Wellness

Stanford researchers discover natural Ozempic alternative that avoids severe side effects.

An experimental molecule discovered at Stanford University could serve as a natural alternative to Ozempic without causing severe side effects.

Current GLP-1 medications like Ozempic have become popular, with approximately 31 million Americans now using them for weight management.

However, these drugs frequently trigger unpleasant reactions such as nausea, vomiting, and even stomach paralysis in some patients.

Researchers identified a peptide called BRINP2-related peptide, or BRP, which naturally exists in the human brain and cerebrospinal fluid.

This new compound targets the hypothalamus in the brain, the specific region that regulates appetite and metabolic function.

The mechanism resembles GLP-1 drugs, which mimic gut hormones to signal fullness and slow down the digestive process.

In tests involving obese mice and genetically similar minipigs, the animals injected with BRP quickly reduced their food consumption.

Minipigs specifically decreased their intake by up to 50 percent within just one hour of receiving the treatment.

While the pigs did not show significant weight loss, the mice lost an average of three grams, representing 10 to 15 percent of their total body mass.

Crucially, the animals treated with BRP experienced none of the common gastrointestinal issues associated with existing weight-loss drugs.

Dr.
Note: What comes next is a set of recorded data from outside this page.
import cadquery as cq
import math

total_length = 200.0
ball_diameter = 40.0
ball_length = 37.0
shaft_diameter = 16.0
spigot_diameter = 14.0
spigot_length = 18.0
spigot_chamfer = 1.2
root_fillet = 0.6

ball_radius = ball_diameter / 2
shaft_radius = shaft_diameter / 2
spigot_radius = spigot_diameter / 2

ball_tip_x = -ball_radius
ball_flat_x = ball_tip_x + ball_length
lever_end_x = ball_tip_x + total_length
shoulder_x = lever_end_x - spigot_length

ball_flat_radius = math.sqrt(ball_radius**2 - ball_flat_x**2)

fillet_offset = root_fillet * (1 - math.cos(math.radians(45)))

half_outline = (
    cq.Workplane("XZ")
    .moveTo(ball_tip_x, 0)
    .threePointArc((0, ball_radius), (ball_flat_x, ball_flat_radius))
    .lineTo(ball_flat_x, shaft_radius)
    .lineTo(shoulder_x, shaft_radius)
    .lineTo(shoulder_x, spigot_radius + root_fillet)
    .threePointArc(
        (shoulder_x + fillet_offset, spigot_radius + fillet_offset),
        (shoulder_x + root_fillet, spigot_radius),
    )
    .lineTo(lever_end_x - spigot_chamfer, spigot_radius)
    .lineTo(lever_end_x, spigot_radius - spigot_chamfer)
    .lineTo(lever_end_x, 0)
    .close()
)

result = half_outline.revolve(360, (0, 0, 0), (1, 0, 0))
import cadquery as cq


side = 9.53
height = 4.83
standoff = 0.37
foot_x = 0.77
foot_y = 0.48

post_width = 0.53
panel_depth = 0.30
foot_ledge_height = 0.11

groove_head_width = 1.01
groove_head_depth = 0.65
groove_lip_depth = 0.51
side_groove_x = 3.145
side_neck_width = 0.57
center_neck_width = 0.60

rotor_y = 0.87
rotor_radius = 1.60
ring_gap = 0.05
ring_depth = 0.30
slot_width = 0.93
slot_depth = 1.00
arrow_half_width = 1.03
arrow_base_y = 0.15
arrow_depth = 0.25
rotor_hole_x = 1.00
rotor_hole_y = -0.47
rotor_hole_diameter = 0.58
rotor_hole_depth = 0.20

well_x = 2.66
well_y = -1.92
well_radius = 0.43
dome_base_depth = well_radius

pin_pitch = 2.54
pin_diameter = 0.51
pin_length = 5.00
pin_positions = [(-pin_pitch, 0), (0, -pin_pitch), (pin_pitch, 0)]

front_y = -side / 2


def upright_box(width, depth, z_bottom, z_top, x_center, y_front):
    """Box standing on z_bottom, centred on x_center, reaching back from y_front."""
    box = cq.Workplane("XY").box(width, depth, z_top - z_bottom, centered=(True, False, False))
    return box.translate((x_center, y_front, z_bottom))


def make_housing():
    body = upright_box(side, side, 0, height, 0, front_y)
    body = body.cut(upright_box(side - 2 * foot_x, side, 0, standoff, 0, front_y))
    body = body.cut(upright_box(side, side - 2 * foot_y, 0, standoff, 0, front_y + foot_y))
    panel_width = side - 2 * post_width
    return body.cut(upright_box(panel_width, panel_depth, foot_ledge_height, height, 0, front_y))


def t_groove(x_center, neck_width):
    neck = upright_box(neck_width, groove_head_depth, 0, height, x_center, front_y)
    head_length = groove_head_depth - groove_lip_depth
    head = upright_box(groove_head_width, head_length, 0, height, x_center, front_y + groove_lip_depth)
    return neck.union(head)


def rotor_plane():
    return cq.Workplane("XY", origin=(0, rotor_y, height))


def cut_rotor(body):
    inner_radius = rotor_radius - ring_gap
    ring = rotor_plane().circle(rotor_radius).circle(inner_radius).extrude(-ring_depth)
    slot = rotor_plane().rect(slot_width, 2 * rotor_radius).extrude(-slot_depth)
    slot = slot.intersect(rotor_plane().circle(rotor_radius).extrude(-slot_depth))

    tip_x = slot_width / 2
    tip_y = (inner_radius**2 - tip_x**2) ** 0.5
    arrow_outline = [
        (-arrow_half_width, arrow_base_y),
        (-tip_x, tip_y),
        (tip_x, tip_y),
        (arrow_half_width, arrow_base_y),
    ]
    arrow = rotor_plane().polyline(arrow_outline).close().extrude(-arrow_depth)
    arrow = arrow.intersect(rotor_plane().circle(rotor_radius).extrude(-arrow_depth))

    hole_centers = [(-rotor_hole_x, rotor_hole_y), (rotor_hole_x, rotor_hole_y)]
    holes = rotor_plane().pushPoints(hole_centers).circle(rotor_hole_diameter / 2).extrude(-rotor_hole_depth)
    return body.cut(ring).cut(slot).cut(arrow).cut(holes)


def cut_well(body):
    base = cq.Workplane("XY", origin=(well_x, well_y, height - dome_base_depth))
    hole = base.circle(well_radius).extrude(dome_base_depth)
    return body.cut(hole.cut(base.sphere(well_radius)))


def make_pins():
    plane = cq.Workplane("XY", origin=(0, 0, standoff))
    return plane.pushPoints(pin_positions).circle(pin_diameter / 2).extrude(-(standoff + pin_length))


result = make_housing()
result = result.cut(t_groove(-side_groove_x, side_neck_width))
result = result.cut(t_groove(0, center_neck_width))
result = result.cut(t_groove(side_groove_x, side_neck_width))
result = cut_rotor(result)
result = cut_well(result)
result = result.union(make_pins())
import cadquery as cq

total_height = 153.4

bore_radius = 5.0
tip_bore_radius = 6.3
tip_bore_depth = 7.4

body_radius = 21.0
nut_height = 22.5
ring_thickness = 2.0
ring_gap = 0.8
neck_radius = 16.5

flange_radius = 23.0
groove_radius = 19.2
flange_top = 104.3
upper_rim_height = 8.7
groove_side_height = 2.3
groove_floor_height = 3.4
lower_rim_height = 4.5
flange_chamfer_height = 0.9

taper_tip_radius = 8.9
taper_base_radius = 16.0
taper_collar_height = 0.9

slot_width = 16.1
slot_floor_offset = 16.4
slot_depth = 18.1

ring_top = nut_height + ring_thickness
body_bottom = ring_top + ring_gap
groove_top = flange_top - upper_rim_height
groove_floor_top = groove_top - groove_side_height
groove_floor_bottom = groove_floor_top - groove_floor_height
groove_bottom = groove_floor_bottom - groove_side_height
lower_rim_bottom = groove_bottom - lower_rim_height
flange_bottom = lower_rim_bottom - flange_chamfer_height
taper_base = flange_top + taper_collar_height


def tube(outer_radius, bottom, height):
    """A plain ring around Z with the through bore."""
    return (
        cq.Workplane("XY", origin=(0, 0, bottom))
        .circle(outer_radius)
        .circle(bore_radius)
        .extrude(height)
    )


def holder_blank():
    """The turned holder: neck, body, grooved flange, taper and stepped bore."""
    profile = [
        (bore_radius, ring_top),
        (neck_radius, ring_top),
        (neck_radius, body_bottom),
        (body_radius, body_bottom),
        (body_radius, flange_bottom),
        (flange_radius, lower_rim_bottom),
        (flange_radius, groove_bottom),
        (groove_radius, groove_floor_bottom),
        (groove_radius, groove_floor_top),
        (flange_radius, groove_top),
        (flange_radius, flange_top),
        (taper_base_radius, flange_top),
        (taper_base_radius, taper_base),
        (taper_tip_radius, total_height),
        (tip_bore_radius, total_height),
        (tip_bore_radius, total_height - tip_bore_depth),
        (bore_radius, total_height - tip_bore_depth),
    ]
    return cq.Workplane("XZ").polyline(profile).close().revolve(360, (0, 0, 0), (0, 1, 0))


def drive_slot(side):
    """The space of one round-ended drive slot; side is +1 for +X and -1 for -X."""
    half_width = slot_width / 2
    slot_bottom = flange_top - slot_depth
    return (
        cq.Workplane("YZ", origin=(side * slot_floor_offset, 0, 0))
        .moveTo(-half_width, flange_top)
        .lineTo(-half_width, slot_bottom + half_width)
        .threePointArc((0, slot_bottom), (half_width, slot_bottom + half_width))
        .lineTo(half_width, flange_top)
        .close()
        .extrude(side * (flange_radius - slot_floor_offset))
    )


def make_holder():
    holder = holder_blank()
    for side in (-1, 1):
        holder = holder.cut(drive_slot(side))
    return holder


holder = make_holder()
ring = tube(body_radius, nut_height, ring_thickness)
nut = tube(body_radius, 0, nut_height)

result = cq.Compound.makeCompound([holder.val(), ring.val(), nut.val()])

Katrin Svensson, a senior study author and assistant professor of pathology at Stanford, explained the difference in side effect profiles.
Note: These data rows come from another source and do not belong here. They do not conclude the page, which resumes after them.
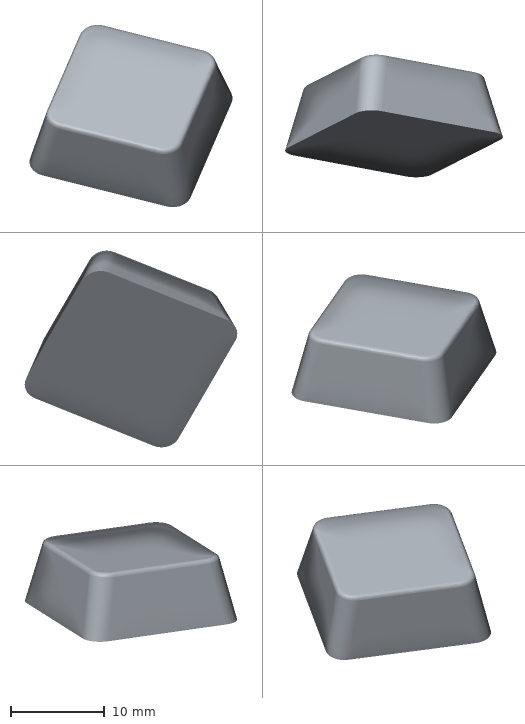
import cadquery as cq

base_side = 18.0
height = 7.0
side_inset = 1.5
corner_radius = 2.0
top_edge_radius = 0.5

top_side = base_side - 2 * side_inset


def rounded_square(side):
    """Square outline with rounded corners, centred on the origin."""
    return cq.Sketch().rect(side, side).vertices().fillet(corner_radius)


body = (
    cq.Workplane("XY")
    .placeSketch(
        rounded_square(base_side),
        rounded_square(top_side).moved(cq.Location(cq.Vector(0, 0, height))),
    )
    .loft()
)

result = body.faces(">Z").edges().fillet(top_edge_radius)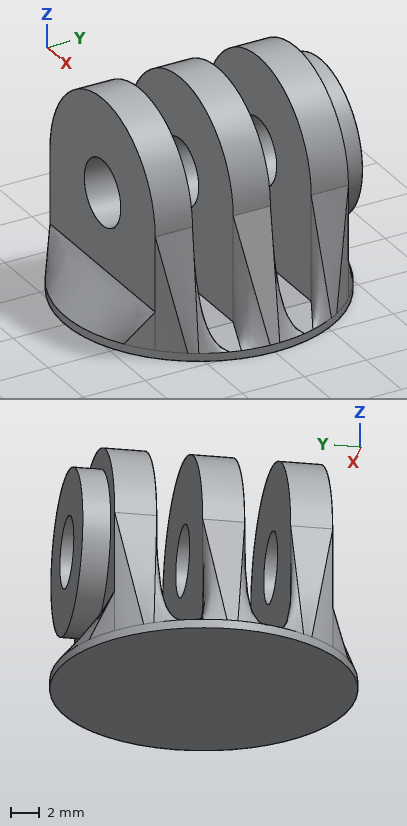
import cadquery as cq
import math

base_radius = 10.82
base_thickness = 0.65
total_height = 17.2
tab_width = 15.02
tab_thickness = 3.0
tab_count = 3
slot_floor_height = 1.23
end_skirt_height = 3.7
hole_diameter = 5.2
boss_diameter = 12.0
boss_length = 2.0

half_width = tab_width / 2
axis_height = total_height - half_width
half_depth = math.sqrt(base_radius**2 - half_width**2)
tab_pitch = (2 * half_depth - tab_thickness) / (tab_count - 1)


def axis_workplane(plane_y):
    """Workplane at the given Y, at the pin axis height, extruding toward +Y."""
    origin = (0, plane_y, axis_height)
    return cq.Workplane(cq.Plane(origin=origin, xDir=(-1, 0, 0), normal=(0, 1, 0)))


def make_tab(start_y):
    """Upright tab with a full-round top."""
    foot = base_thickness - axis_height
    return (
        axis_workplane(start_y)
        .moveTo(-half_width, foot)
        .lineTo(-half_width, 0)
        .threePointArc((0, half_width), (half_width, 0))
        .lineTo(half_width, foot)
        .close()
        .extrude(tab_thickness)
    )


def make_skirt(profile, wall_distance):
    """Skirt ruled from a wall at x = wall_distance out to the base rim.

    The profile holds (y, z) points that start and end on the rim. The rim arc
    is shared among the profile segments in proportion to their lengths.
    """
    wall_points = [cq.Vector(wall_distance, y, z) for y, z in profile]
    segments = list(zip(wall_points, wall_points[1:]))
    perimeter = sum((end - start).Length for start, end in segments)
    start_angle = math.acos(wall_distance / base_radius)

    def rim_point(travel):
        angle = start_angle * (1 - 2 * travel / perimeter)
        return cq.Vector(base_radius * math.cos(angle), base_radius * math.sin(angle), base_thickness)

    chord = cq.Edge.makeLine(wall_points[-1], wall_points[0])
    wall_edges = []
    rim_edges = []
    travel = 0
    for start, end in segments:
        length = (end - start).Length
        wall_edges.append(cq.Edge.makeLine(start, end))
        arc_points = [rim_point(travel + length * share) for share in (0, 0.5, 1)]
        rim_edges.append(cq.Edge.makeThreePointArc(*arc_points))
        travel += length

    faces = [cq.Face.makeRuledSurface(wall, rim) for wall, rim in zip(wall_edges, rim_edges)]
    faces.append(cq.Face.makeFromWires(cq.Wire.assembleEdges(wall_edges + [chord])))
    faces.append(cq.Face.makeFromWires(cq.Wire.assembleEdges(rim_edges + [chord])))
    skirt = cq.Solid.makeSolid(cq.Shell.makeShell(faces))
    return cq.Workplane(skirt.fix())


def side_profile():
    """Outline of the tab edges and slot floors, from +Y to -Y."""
    points = [(half_depth, base_thickness)]
    for index in range(tab_count):
        upper_y = half_depth - index * tab_pitch
        lower_y = upper_y - tab_thickness
        if index > 0:
            points.append((upper_y, slot_floor_height))
        points += [(upper_y, axis_height), (lower_y, axis_height)]
        if index < tab_count - 1:
            points.append((lower_y, slot_floor_height))
    points.append((-half_depth, base_thickness))
    return points


base = cq.Workplane("XY").circle(base_radius).extrude(base_thickness)
slot_floor = (
    cq.Workplane("XY")
    .rect(tab_width, 2 * half_depth)
    .extrude(slot_floor_height)
)
body = base.union(slot_floor)

for index in range(tab_count):
    body = body.union(make_tab(-half_depth + index * tab_pitch))

side_skirt = make_skirt(side_profile(), half_width)
end_profile = [
    (half_width, base_thickness),
    (half_width, end_skirt_height),
    (-half_width, end_skirt_height),
    (-half_width, base_thickness),
]
end_skirt = make_skirt(end_profile, half_depth)
for turn in (0, 180):
    body = body.union(side_skirt.rotate((0, 0, 0), (0, 0, 1), turn))
    body = body.union(end_skirt.rotate((0, 0, 0), (0, 0, 1), turn + 90))

boss = axis_workplane(half_depth).circle(boss_diameter / 2).extrude(boss_length)
body = body.union(boss)

pin_hole = (
    axis_workplane(-half_depth)
    .circle(hole_diameter / 2)
    .extrude(2 * half_depth + boss_length)
)
result = body.cut(pin_hole).solids()

She noted that semaglutide receptors are located in the gut, pancreas, and other tissues, leading to widespread effects like slowed digestion.

In contrast, BRP appears to target only the brain receptors, potentially offering a safer and more precise option for appetite control.
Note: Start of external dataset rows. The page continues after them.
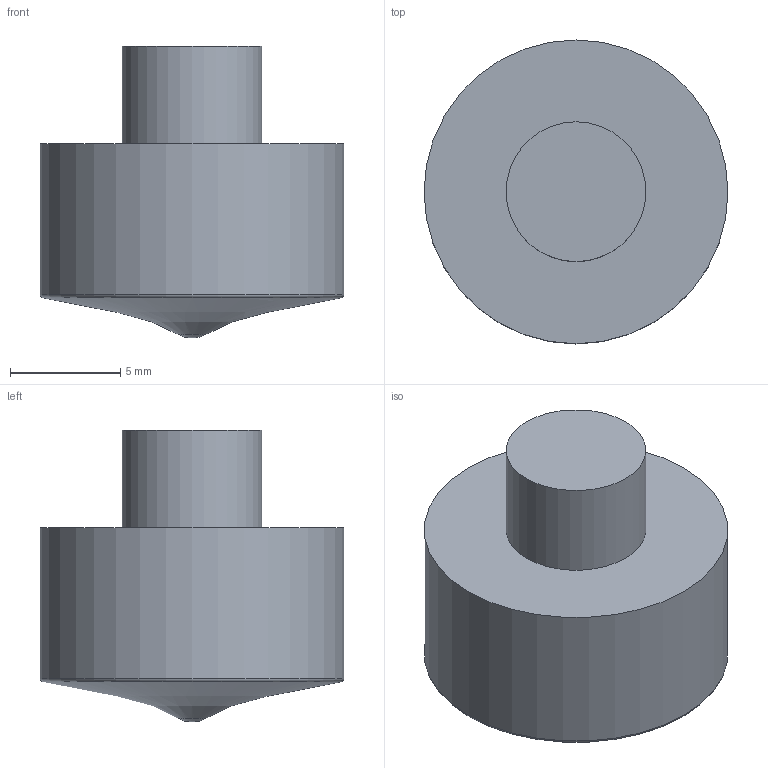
import cadquery as cq
import math

overall_height = 13.26
stem_diameter = 6.35
stem_length = 4.43
head_diameter = 13.8
rim_height = 1.845
rim_radius = 0.13
flare_angle = 10.8
cone_angle = 28.0
tip_radius = 1.35

stem_radius = stem_diameter / 2
head_radius = head_diameter / 2
shoulder_height = overall_height - stem_length
flare_turn = math.radians(flare_angle)
cone_turn = math.radians(cone_angle)


def tip_point(turn):
    """Point (radius, height) on the rounded tip, at an angle from its lowest point."""
    return (tip_radius * math.sin(turn), tip_radius * (1 - math.cos(turn)))


def tangents_meeting_point(cone_start):
    """Point where the straight lines along the cone and along the flare cross."""
    cone_slope = math.tan(cone_turn)
    flare_slope = math.tan(flare_turn)
    cone_axis_height = cone_start[1] - cone_start[0] * cone_slope
    flare_axis_height = rim_height - head_radius * flare_slope
    radius = (flare_axis_height - cone_axis_height) / (cone_slope - flare_slope)
    return (radius, cone_axis_height + radius * cone_slope)


def rim_point(turn):
    """Point (radius, height) on the rim rounding, at an angle from its downward direction."""
    tangent_length = rim_radius * math.tan((math.pi / 2 - flare_turn) / 2)
    centre = (head_radius - rim_radius, rim_height + tangent_length)
    return (
        centre[0] + rim_radius * math.sin(turn),
        centre[1] - rim_radius * math.cos(turn),
    )


def make_turned_part():
    """Revolve the half profile: rounded tip, concave flare, rim, head and stem."""
    tip_edge = tip_point(cone_turn)
    flare_corner = tangents_meeting_point(tip_edge)
    rim_bottom = rim_point(flare_turn)
    rim_middle = rim_point((flare_turn + math.pi / 2) / 2)
    rim_top = rim_point(math.pi / 2)
    profile = (
        cq.Workplane("XZ")
        .moveTo(0, 0)
        .threePointArc(tip_point(cone_turn / 2), tip_edge)
        .bezier([tip_edge, flare_corner, flare_corner, rim_bottom])
        .threePointArc(rim_middle, rim_top)
        .lineTo(head_radius, shoulder_height)
        .lineTo(stem_radius, shoulder_height)
        .lineTo(stem_radius, overall_height)
        .lineTo(0, overall_height)
        .close()
    )
    return profile.revolve(360, (0, 0, 0), (0, 1, 0))


result = make_turned_part()

This discovery suggests a future where effective weight management therapies do not require patients to endure harsh physical side effects.

A new peptide called BRP targets the hypothalamus, the brain region that regulates appetite and metabolism, offering a potential alternative to current treatments. This discovery arrives as obesity rates continue to climb in the United States despite a surge in GLP-1 drug usage. A recent CDC report confirms that between August 2021 and August 2023, 31.7 percent of adults over 20 were classified as overweight, up from 30.7 percent in the 2017 to 2018 data. The number of adults with severe obesity also increased, rising from 9.2 percent to 9.7 percent during that same period.

Experts warn that the current reliance on GLP-1 medications is unsustainable for many. Only one in four patients continues using these drugs after a year, largely due to harsh side effects. Those who discontinue the treatment typically regain about 60 percent of the weight they lost within a year. Meanwhile, roughly one in eight American adults has attempted a GLP-1 medication, yet the drugs often come with significant drawbacks.

Researchers published their findings in the journal Nature, utilizing an artificial intelligence algorithm to screen 20,000 human protein-coding genes for an effective peptide. The program generated 2,683 candidates, and scientists narrowed the list to 100 peptides found in metabolic tissues such as the liver, heart, and brain. Testing in brain and pancreatic cells revealed that BRP was the most potent at activating the FOS gene, which drives cell proliferation.

Subsequent experiments involved injecting BRP into mice and minipigs once daily for two weeks. A single injection reduced food intake by up to 50 percent within an hour. The animals also demonstrated improved glucose and insulin tolerance, making their bodies more efficient at managing blood sugar and lowering the risk of type 2 diabetes. Crucially, the subjects showed no negative changes in movement, water intake, mood, or digestion, indicating a lack of adverse side effects.

The team now seeks to identify the specific receptors that interact with BRP and determine how these results translate to human trials, a process that could take several years. "The lack of effective drugs to treat obesity in humans has been a problem for decades," said Svensson, a researcher behind the study. "Nothing we've tested before has compared to semaglutide's ability to decrease appetite and body weight. We are very eager to learn if it is safe and effective in humans.